I handed her my pocketbook and pencil; she wrote rapidly.

“Between the hours of three and five,” she whispered, looking uneasily at the door; “he is sure not to be at home.”

I rose; Mary held out her hand to me, then withdrew it hastily with an air of shame, and the tears sprang into her eyes again. I left the room hurriedly, and met her companion on the stairs.

That same evening, in the solitude of my own room, I pondered over the little event of the day. I had calmed down from my state of excitement. The living apparition of Mary Simms occupied my mind almost to the exclusion of the terrors of the ghostly voice which had haunted me, and my own fears of coming insanity. In truth, what was that man to me? Nothing. What did his doings matter to such a perfect stranger as myself? Nothing. His connection with Mary Simms was our only link; and in what should that affect me? Nothing again. I debated with myself whether it were not foolish of me to comply with my youthful companion’s request to visit her; whether it were not imprudent in me to take any further interest in the lost woman; whether there were not even danger in seeking to penetrate mysteries which were no concern of mine. The resolution to which I came pleased me, and I said aloud, “No, I will not go!”
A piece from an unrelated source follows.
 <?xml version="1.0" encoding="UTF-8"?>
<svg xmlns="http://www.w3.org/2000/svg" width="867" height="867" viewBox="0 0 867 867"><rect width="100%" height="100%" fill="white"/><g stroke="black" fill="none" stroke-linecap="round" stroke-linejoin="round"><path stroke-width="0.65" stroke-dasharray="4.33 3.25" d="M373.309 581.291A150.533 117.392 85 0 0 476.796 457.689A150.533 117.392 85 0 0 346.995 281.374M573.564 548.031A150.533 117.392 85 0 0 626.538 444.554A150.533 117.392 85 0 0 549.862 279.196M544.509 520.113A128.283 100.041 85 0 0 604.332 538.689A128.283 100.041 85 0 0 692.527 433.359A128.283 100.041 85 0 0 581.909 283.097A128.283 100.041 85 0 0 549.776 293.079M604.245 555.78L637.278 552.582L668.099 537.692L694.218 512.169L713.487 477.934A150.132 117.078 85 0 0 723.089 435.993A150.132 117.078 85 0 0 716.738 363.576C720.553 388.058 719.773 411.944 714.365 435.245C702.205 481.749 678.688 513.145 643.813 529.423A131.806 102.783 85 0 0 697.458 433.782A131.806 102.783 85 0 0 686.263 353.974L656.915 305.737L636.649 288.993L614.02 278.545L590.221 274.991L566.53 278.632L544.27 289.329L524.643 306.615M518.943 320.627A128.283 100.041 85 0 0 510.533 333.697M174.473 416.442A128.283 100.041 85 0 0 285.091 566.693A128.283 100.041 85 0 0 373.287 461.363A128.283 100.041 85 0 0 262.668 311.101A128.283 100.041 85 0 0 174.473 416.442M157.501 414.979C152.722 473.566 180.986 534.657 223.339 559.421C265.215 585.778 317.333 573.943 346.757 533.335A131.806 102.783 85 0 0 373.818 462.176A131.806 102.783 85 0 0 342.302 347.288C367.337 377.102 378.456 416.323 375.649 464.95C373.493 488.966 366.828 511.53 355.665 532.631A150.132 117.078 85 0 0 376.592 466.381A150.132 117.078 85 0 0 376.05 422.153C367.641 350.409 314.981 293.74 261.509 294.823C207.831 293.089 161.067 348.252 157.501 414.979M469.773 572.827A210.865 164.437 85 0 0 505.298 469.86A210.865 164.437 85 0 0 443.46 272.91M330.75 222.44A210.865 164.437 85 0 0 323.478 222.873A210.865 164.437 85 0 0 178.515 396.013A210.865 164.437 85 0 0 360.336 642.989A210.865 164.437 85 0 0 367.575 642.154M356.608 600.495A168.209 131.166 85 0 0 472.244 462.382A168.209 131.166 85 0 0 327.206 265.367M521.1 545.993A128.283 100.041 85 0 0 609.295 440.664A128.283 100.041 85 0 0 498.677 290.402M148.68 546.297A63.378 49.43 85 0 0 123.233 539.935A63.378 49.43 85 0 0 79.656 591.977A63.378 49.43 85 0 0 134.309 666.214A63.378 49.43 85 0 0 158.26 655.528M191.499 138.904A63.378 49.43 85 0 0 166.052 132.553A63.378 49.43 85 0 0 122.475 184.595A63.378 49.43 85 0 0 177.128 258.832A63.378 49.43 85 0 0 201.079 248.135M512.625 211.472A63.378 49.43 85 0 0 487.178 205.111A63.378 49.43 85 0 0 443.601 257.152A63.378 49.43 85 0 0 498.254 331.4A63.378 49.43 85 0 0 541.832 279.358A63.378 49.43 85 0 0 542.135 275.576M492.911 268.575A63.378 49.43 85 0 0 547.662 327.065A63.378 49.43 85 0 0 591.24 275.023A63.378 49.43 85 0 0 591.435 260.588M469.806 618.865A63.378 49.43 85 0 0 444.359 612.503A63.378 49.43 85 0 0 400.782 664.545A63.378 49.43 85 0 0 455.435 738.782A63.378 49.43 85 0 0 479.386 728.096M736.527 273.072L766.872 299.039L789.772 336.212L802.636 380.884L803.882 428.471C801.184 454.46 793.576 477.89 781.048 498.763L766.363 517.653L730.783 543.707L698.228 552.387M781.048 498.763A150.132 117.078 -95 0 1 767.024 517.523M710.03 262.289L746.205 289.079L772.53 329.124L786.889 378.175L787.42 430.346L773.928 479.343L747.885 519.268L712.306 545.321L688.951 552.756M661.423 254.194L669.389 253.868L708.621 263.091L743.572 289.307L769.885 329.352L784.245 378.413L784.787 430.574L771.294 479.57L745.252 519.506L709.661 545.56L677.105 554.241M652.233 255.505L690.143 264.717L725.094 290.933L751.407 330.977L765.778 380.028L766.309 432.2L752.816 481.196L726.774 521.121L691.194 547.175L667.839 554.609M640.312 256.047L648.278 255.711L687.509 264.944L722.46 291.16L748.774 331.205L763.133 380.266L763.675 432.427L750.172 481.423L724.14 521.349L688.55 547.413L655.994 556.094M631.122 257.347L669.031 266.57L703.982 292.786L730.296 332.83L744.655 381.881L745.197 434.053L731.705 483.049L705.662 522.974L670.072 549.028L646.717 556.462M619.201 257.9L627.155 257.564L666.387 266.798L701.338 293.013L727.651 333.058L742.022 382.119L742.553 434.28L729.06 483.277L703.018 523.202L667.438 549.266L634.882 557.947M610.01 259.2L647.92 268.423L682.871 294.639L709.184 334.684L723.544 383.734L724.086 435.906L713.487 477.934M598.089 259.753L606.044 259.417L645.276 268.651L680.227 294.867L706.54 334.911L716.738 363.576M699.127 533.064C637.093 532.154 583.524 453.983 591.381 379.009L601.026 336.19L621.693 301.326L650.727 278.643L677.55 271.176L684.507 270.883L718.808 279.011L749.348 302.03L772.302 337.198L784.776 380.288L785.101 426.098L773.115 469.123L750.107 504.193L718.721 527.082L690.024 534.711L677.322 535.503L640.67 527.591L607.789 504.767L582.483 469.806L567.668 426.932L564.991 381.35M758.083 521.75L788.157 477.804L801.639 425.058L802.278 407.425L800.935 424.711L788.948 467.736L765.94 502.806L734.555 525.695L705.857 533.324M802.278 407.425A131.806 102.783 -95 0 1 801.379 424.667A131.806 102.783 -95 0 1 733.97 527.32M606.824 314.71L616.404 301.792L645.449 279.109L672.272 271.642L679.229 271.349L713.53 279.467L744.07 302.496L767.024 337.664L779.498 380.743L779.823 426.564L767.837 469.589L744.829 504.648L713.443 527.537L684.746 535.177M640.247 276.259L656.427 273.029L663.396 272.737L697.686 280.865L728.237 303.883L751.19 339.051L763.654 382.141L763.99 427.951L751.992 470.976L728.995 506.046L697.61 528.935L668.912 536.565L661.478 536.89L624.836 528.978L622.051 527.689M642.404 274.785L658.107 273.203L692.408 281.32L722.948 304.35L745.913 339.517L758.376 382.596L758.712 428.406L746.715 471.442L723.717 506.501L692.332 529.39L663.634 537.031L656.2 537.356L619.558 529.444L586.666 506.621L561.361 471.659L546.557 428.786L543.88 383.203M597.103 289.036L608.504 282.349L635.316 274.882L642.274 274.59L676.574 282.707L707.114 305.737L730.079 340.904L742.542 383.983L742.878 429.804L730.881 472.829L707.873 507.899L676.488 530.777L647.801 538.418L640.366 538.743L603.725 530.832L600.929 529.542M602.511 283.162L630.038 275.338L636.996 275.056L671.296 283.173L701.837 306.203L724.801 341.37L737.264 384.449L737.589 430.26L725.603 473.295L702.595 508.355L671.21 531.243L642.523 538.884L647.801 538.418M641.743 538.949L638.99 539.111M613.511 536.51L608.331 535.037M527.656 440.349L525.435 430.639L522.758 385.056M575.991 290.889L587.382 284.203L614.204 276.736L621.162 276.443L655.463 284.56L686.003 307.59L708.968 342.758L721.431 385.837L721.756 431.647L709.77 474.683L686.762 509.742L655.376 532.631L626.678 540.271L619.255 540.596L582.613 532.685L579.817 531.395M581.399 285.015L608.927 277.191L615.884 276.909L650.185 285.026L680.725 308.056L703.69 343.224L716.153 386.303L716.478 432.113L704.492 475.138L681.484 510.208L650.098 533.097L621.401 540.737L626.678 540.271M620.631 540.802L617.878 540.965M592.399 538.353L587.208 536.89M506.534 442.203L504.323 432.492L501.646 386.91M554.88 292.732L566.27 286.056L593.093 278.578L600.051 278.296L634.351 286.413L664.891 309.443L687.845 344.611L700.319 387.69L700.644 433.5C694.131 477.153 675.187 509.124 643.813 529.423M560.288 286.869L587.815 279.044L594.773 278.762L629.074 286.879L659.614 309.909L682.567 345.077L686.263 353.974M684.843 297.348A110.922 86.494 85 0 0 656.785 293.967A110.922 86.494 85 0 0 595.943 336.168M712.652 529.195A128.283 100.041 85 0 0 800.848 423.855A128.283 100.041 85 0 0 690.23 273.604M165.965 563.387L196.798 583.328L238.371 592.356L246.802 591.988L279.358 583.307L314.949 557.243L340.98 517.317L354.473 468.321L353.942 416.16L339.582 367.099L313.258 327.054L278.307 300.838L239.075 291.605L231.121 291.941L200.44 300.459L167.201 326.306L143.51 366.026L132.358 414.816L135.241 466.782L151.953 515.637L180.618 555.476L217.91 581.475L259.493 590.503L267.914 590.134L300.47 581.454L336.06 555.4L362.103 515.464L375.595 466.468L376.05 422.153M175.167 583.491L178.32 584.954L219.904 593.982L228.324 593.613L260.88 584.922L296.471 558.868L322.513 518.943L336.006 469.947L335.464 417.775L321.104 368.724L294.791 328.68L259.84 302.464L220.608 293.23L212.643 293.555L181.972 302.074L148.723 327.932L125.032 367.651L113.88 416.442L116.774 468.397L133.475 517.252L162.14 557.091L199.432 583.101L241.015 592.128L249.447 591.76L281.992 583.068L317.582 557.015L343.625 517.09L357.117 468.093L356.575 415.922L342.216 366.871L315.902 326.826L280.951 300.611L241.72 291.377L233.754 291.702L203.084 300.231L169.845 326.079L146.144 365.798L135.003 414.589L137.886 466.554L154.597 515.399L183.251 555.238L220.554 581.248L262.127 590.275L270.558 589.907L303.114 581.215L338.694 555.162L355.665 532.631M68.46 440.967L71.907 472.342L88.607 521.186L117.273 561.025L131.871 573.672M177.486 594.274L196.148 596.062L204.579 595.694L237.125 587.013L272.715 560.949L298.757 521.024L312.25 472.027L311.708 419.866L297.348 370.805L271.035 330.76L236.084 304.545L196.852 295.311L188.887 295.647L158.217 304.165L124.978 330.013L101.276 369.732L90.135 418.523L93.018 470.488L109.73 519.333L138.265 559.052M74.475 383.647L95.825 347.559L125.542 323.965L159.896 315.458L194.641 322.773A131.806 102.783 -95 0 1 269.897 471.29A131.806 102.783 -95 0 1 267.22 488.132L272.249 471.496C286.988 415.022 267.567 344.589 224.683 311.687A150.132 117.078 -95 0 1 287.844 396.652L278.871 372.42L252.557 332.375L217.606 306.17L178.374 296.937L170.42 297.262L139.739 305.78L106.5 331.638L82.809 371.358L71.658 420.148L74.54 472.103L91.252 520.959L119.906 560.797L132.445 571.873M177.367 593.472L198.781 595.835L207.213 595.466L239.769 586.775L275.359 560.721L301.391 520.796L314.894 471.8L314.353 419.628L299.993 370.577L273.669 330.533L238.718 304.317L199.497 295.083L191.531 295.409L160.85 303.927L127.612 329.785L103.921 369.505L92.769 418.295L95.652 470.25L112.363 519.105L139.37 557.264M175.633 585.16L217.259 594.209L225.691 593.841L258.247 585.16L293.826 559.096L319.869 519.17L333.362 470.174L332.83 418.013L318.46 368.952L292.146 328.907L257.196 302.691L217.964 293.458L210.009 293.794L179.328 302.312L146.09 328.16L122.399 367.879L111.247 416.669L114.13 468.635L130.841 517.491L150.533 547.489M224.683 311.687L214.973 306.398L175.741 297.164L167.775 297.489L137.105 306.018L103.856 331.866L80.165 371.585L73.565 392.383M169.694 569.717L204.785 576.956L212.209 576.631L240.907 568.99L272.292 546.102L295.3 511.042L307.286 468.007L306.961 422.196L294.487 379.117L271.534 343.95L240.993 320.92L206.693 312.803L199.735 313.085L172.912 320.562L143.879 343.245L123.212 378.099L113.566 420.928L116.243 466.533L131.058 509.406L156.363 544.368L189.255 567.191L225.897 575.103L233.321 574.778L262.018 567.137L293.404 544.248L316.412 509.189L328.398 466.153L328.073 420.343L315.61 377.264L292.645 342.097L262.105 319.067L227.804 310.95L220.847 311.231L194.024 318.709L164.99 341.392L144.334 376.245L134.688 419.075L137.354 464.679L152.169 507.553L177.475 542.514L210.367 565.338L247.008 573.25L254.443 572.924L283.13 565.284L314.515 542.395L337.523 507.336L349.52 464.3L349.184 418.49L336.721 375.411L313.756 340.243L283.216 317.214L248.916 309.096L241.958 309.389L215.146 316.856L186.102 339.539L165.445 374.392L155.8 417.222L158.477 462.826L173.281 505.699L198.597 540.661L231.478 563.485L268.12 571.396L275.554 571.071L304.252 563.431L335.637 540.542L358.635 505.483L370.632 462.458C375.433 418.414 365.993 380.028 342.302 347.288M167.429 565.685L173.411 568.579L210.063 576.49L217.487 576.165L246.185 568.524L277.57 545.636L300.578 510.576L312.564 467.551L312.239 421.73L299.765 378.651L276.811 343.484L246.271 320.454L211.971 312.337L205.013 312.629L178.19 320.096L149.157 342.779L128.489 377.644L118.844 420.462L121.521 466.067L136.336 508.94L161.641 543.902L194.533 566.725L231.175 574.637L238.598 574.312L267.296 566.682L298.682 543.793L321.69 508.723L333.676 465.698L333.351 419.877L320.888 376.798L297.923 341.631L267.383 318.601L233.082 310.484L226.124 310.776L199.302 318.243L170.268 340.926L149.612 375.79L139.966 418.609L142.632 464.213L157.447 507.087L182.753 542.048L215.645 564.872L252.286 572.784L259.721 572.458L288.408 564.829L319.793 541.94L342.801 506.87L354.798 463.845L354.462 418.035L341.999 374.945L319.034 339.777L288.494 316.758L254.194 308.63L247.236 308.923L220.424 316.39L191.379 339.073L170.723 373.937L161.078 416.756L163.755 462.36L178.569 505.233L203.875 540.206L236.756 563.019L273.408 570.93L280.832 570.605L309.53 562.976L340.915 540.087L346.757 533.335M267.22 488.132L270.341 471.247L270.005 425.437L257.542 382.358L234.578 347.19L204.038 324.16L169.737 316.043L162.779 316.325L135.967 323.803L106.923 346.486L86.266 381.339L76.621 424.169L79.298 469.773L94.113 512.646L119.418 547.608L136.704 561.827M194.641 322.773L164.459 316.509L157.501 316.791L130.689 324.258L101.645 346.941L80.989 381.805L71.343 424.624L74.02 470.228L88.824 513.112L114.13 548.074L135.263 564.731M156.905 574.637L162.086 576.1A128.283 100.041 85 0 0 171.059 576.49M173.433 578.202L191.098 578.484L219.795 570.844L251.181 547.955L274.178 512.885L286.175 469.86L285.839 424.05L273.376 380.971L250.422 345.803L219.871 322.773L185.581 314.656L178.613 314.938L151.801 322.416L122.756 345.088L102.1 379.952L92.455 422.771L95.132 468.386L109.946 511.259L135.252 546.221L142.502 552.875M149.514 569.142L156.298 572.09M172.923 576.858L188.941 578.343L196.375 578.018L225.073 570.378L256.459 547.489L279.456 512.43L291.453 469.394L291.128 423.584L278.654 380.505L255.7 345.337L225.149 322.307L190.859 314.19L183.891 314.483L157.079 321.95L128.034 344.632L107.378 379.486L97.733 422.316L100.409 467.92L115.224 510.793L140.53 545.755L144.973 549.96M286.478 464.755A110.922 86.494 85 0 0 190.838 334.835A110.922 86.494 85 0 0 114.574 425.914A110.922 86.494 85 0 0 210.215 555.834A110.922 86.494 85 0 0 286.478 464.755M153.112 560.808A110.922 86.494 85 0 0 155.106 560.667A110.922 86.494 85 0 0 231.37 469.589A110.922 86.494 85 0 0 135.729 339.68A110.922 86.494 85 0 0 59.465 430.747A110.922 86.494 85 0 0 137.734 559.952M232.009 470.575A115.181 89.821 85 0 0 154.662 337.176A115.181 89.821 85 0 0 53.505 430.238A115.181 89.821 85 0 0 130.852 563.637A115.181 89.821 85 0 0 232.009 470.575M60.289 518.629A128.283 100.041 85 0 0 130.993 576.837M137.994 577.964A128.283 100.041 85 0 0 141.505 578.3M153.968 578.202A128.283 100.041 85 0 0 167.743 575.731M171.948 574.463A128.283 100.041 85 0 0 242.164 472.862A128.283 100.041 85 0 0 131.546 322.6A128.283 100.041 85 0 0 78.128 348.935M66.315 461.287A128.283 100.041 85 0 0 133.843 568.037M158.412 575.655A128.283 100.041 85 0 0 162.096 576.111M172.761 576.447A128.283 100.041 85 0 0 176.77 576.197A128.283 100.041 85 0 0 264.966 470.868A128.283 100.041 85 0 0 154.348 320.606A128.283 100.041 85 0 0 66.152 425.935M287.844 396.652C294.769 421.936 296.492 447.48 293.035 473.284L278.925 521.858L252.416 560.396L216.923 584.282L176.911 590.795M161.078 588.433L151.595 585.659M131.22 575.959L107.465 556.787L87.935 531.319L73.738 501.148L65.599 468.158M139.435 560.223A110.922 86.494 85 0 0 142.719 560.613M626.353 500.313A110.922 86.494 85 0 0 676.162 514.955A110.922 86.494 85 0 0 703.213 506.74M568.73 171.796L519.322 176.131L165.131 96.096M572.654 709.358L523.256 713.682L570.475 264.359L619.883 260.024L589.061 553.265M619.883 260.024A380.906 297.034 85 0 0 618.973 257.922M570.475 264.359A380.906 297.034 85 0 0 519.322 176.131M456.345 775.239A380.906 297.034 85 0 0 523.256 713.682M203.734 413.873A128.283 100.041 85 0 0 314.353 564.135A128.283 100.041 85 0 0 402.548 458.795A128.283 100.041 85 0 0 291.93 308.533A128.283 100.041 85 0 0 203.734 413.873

At the same moment came again the voice like an awful echo to my words—“Go!” It came so suddenly and so imperatively, almost without any previous warning of the usual shudder, that the shock was more than I could bear. I believe I fainted; I know I found myself, when I came to consciousness, in my arm-chair, cold and numb, and my candles had almost burned down into their sockets.

The next morning I was really ill. A sort of low fever seemed to have prostrated me, and I would have willingly seized so valid a reason for disobeying, at least for that day—for some days, perhaps—the injunction of that ghostly voice. But all that morning it never left me. My fearful chilly fit was of constant recurrence, and the words “Go! go! go!” were murmured so perpetually in my ears—the sound was one of such urgent entreaty—that all force of will gave way completely. Had I remained in that lone room, I should have gone wholly mad. As yet, to my own feelings, I was but partially out of my senses.

I dressed hastily; and, I scarce know how—by no effort of my own will, it seemed to me—I was in the open air. The address of Mary Simms was in a street not far from my own suburb. Without any power of reasoning, I found myself before the door of the house. I knocked, and asked a slipshod girl who opened the door to me for “Miss Simms.” She knew no such person, held a brief shrill colloquy with some female in the back-parlor, and, on coming back, was about to shut the door in my face, when a voice from above—the voice of her I sought—called down the stairs, “Let the gentleman come up!”

I was allowed to pass. In the front drawing-room I found Mary Simms.

“They do not know me under that name,” she said with a mournful smile, and again extended, then withdrew, her hand.

“Sit down,” she went on to say, after a nervous pause. “I am alone now; told I adjure you, if you have still one latent feeling of old kindness for me, explain your words of yesterday to me.”